In [None]:
# Specify the input and output folders
input_folder = r"D:/GPM/Final/Original/Half_Hourly"  # Replace with the actual path to the input folder
output_folder = r"D:/GPM/Final/Original/Daily"

In [None]:
import numpy as np
import datetime
import netCDF4 as nc
import os
import re

# Specify the input and output folders
input_folder = r"D:/GPM/Final/Original/Half_Hourly"  # Replace with your input folder path
output_folder = r"D:/GPM/Final/Original/Daily"      # Replace with your output folder path

# Define the start and end dates for the data period
start_date = datetime.datetime(2022, 6, 1)
end_date = datetime.datetime(2022, 6, 7)

# List all files in the input folder
LF = os.listdir(input_folder)
print("Total files in LF:", len(LF))

# Read lat and lon from one of the input files
example_file_path = os.path.join(input_folder, LF[0])
with nc.Dataset(example_file_path) as example_dataset:
    latitudes = example_dataset.variables['lat'][:]
    longitudes = example_dataset.variables['lon'][:]

# Process each day
current_date = start_date
while current_date <= end_date:
    start_time = current_date.replace(hour=3, minute=0)
    end_time = (current_date + datetime.timedelta(days=1)).replace(hour=3, minute=0)
    print("Start date and time:", start_time, "\tEnd date and time:", end_time)

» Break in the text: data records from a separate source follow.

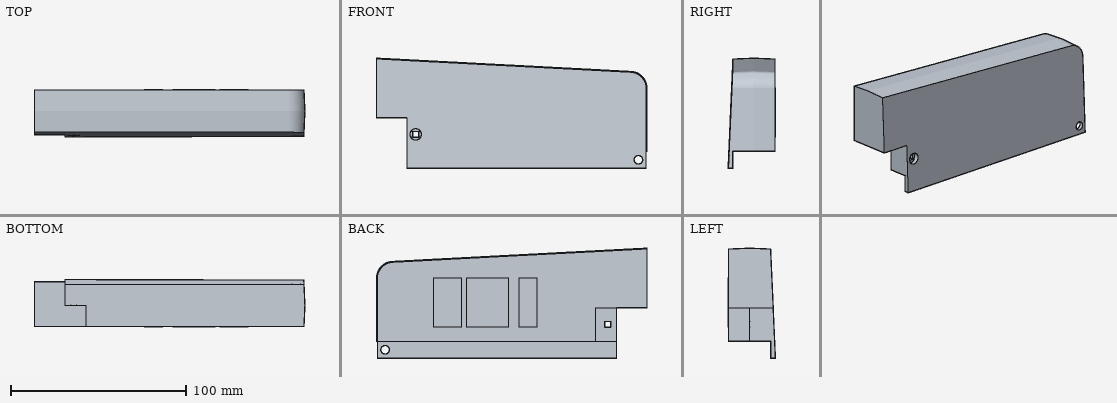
import cadquery as cq
import math

LENGTH = 154.4
HEIGHT = 63.0

BACK_Y = 12.0
FRONT_TOP_Y = -12.0
FRONT_BOTTOM_Y = -14.8
SEAM_DRAFT = 2.5
TOP_SLOPE = 3.0
CORNER_RADIUS = 9.5

NOTCH_LENGTH = 17.3
REAR_NOTCH_LENGTH = 29.3
NOTCH_TOP_Z = 28.9
LIP_HEIGHT = 9.7

SCREW_X = 22.4
SCREW_Z = 19.5
COUNTERBORE_DIAMETER = 6.5
COUNTERBORE_DEPTH = 2.6
SLOT_DEPTH = 0.5
SQUARE_SIDE = 3.2

LIP_HOLE_X = 149.5
LIP_HOLE_Z = 5.0
LIP_HOLE_DIAMETER = 4.8

PAD_HEIGHT = 0.3
PAD_BOTTOM_Z = 17.9
PAD_TOP_Z = 46.0
PAD_SPANS = [(62.8, 73.2), (79.0, 103.0), (105.9, 122.0)]

MARGIN = 15.5


def box_between(x_range, y_range, z_range):
    """Box spanning the given start and end along each axis."""
    sizes = [end - start for start, end in (x_range, y_range, z_range)]
    corner = (x_range[0], y_range[0], z_range[0])
    return cq.Workplane("XY").box(*sizes, centered=False).translate(corner)


def drafted_block():
    """Side outline with sloping top and round corner, narrowing both ways from the seam."""
    slope = math.radians(TOP_SLOPE)
    peak_z = HEIGHT - LENGTH * math.tan(slope)
    tangent_length = CORNER_RADIUS * math.tan((math.pi / 2 - slope) / 2)
    front_half = (
        cq.Workplane("XZ")
        .moveTo(-MARGIN, -MARGIN)
        .lineTo(-MARGIN, HEIGHT + MARGIN * math.tan(slope))
        .lineTo(
            LENGTH - tangent_length * math.cos(slope),
            peak_z + tangent_length * math.sin(slope),
        )
        .radiusArc((LENGTH, peak_z - tangent_length), CORNER_RADIUS)
        .lineTo(LENGTH, -MARGIN)
        .close()
        .extrude(MARGIN - FRONT_BOTTOM_Y, taper=SEAM_DRAFT)
    )
    return front_half.union(front_half.mirror("XZ"))


def wall_limits():
    """Bar along the sloping top, bounded by the upright back and the leaning front face."""
    slope = math.radians(TOP_SLOPE)
    corner_depth = HEIGHT * math.cos(slope) - NOTCH_LENGTH * math.sin(slope)
    lean = (FRONT_TOP_Y - FRONT_BOTTOM_Y) / corner_depth
    bar_depth = HEIGHT + MARGIN
    return (
        cq.Workplane("YZ", origin=(-MARGIN, 0, 0))
        .moveTo(BACK_Y, MARGIN)
        .lineTo(FRONT_TOP_Y + lean * MARGIN, MARGIN)
        .lineTo(FRONT_TOP_Y - lean * bar_depth, -bar_depth)
        .lineTo(BACK_Y, -bar_depth)
        .close()
        .extrude(LENGTH + 2 * MARGIN)
        .rotate((0, 0, 0), (0, 1, 0), TOP_SLOPE)
        .translate((0, 0, HEIGHT))
    )


def cover_body():
    """Drafted block trimmed to its walls, with the notches and the space behind the lip removed."""
    across = (FRONT_BOTTOM_Y - MARGIN, BACK_Y + MARGIN)
    envelope = box_between((0, LENGTH), across, (0, HEIGHT))
    body = drafted_block().intersect(wall_limits()).intersect(envelope)
    behind_seam = (0, BACK_Y + MARGIN)
    notch_heights = (-MARGIN, NOTCH_TOP_Z)
    notch = box_between((-MARGIN, NOTCH_LENGTH), across, notch_heights)
    rear_notch = box_between((-MARGIN, REAR_NOTCH_LENGTH), behind_seam, notch_heights)
    behind_lip = box_between(
        (-MARGIN, LENGTH + MARGIN), (FRONT_TOP_Y, BACK_Y + MARGIN), (-MARGIN, LIP_HEIGHT)
    )
    return body.cut(notch).cut(rear_notch).cut(behind_lip)


def front_plane(x, z, y):
    """Work plane facing -Y, centred on (x, y, z)."""
    return cq.Workplane("XZ", origin=(x, y, z))


def screw_hole():
    """Cutting solid for the recessed screw hole in the front wall."""
    face_y = FRONT_BOTTOM_Y + (FRONT_TOP_Y - FRONT_BOTTOM_Y) * SCREW_Z / HEIGHT
    floor_y = face_y + COUNTERBORE_DEPTH
    radius = COUNTERBORE_DIAMETER / 2
    counterbore = front_plane(SCREW_X, SCREW_Z, floor_y).circle(radius).extrude(MARGIN)
    slot_floor = front_plane(SCREW_X, SCREW_Z, floor_y + SLOT_DEPTH)
    slot = (
        slot_floor.circle(radius).extrude(SLOT_DEPTH)
        .intersect(slot_floor.rect(COUNTERBORE_DIAMETER, SQUARE_SIDE).extrude(SLOT_DEPTH))
    )
    square = (
        front_plane(SCREW_X, SCREW_Z, BACK_Y + MARGIN)
        .rect(SQUARE_SIDE, SQUARE_SIDE)
        .extrude(BACK_Y + MARGIN - floor_y)
    )
    return counterbore.union(slot).union(square)


def lip_hole():
    """Cutting solid for the round hole through the lip."""
    return (
        front_plane(LIP_HOLE_X, LIP_HOLE_Z, 0)
        .circle(LIP_HOLE_DIAMETER / 2)
        .extrude(MARGIN - FRONT_BOTTOM_Y)
    )


def add_pads(body):
    """Body with the raised pads joined to its back face."""
    for pad_span in PAD_SPANS:
        pad_depth = (BACK_Y - PAD_HEIGHT, BACK_Y + PAD_HEIGHT)
        body = body.union(box_between(pad_span, pad_depth, (PAD_BOTTOM_Z, PAD_TOP_Z)))
    return body


result = add_pads(cover_body().cut(screw_hole()).cut(lip_hole()))

    # Filter files for the current day's range
    LF2 = []
    for file_name in LF:
        match = re.match(r"\d{8}-S\d{4}\.nc", file_name)
        if match:
            file_time_string = file_name.split('-')[1].split('.')[0]
            file_time = datetime.datetime.strptime(file_time_string, "S%H%M")
            file_date = datetime.datetime.strptime(file_name[:8], "%Y%m%d")
            file_datetime = file_date.replace(hour=file_time.hour, minute=file_time.minute)
            if start_time <= file_datetime < end_time:
                LF2.append(file_name)

    # Process the selected files
    precip3D = []
    for file_name in LF2:
        file_path = os.path.join(input_folder, file_name)
        try:
            dataset = nc.Dataset(file_path)
        except OSError as e:
            print("Error opening file:", file_path)
            print(e)
            continue

        # Extract the variable data
        data = dataset.variables['precipitation'][:]
        precip3D.append(data)
        dataset.close()

    # Aggregate data if available
    if precip3D:
        precip3D = np.concatenate(precip3D, axis=0)
        correction_factor = 0.5  # Half-hourly to daily conversion
        precip3D_sum = np.sum(precip3D, axis=0) * correction_factor

        # Ensure the array is correctly shaped (transpose if necessary)
        if precip3D_sum.shape != (len(latitudes), len(longitudes)):
            precip3D_sum = precip3D_sum.T  # Transpose the array

        # Format the date for the output file
        date_str = current_date.strftime('%Y%m%d')
        output_file_name = date_str + ".nc"
        output_file_path = os.path.join(output_folder, output_file_name)

        # Create a new netCDF file and write the data
        with nc.Dataset(output_file_path, "w", format="NETCDF4") as dataset:
            # Create dimensions
            time_dim = dataset.createDimension("time", 1)
            lon_dim = dataset.createDimension("lon", len(longitudes))
            lat_dim = dataset.createDimension("lat", len(latitudes))

            # Create variables
            time_var = dataset.createVariable("time", np.float64, ("time",))
            lon_var = dataset.createVariable("lon", np.float32, ("lon",))
            lat_var = dataset.createVariable("lat", np.float32, ("lat",))
            precip_var = dataset.createVariable("precipitationCal", np.float32, ("time", "lat", "lon"), fill_value=-9999.9)

            # Write data
            time_var[:] = [0]  # Assuming a single time step
            lon_var[:] = longitudes
            lat_var[:] = latitudes
            precip_var[0, :, :] = precip3D_sum

            # Add attributes to the variables
            time_var.standard_name = "time"
            time_var.units = "seconds since 1970-01-01 00:00:00 UTC"
            time_var.calendar = "standard"
            time_var.axis = "T"

            lon_var.standard_name = "longitude"
            lon_var.long_name = "longitude"
            lon_var.units = "degrees_east"
            lon_var.axis = "X"

            lat_var.standard_name = "latitude"
            lat_var.long_name = "latitude"
            lat_var.units = "degrees_north"
            lat_var.axis = "Y"

            precip_var.units = "mm"
            precip_var.missing_value = -9999.9
            precip_var.DimensionNames = "time,lon,lat"
            precip_var.CodeMissingValue = -9999.9

    else:
        print("No data available for concatenation for", date_str)

    # Move to the next day
    current_date += datetime.timedelta(days=1)


Checking the data as dataframe

In [None]:
"""Daily"""
import xarray as xr
with xr.open_dataset(filename_or_obj= "D:/GPM/Final/Original/Daily/20220601.nc", engine='netcdf4') as file:
    df = file.to_dataframe()
df.head(10)

In [None]:
"""Half Hourly"""
import xarray as xr
with xr.open_dataset(filename_or_obj= "D:/GPM/Final/Original/Half_Hourly/20220601-S0000.nc", engine='netcdf4') as file:
    df = file.to_dataframe()
df.head(10)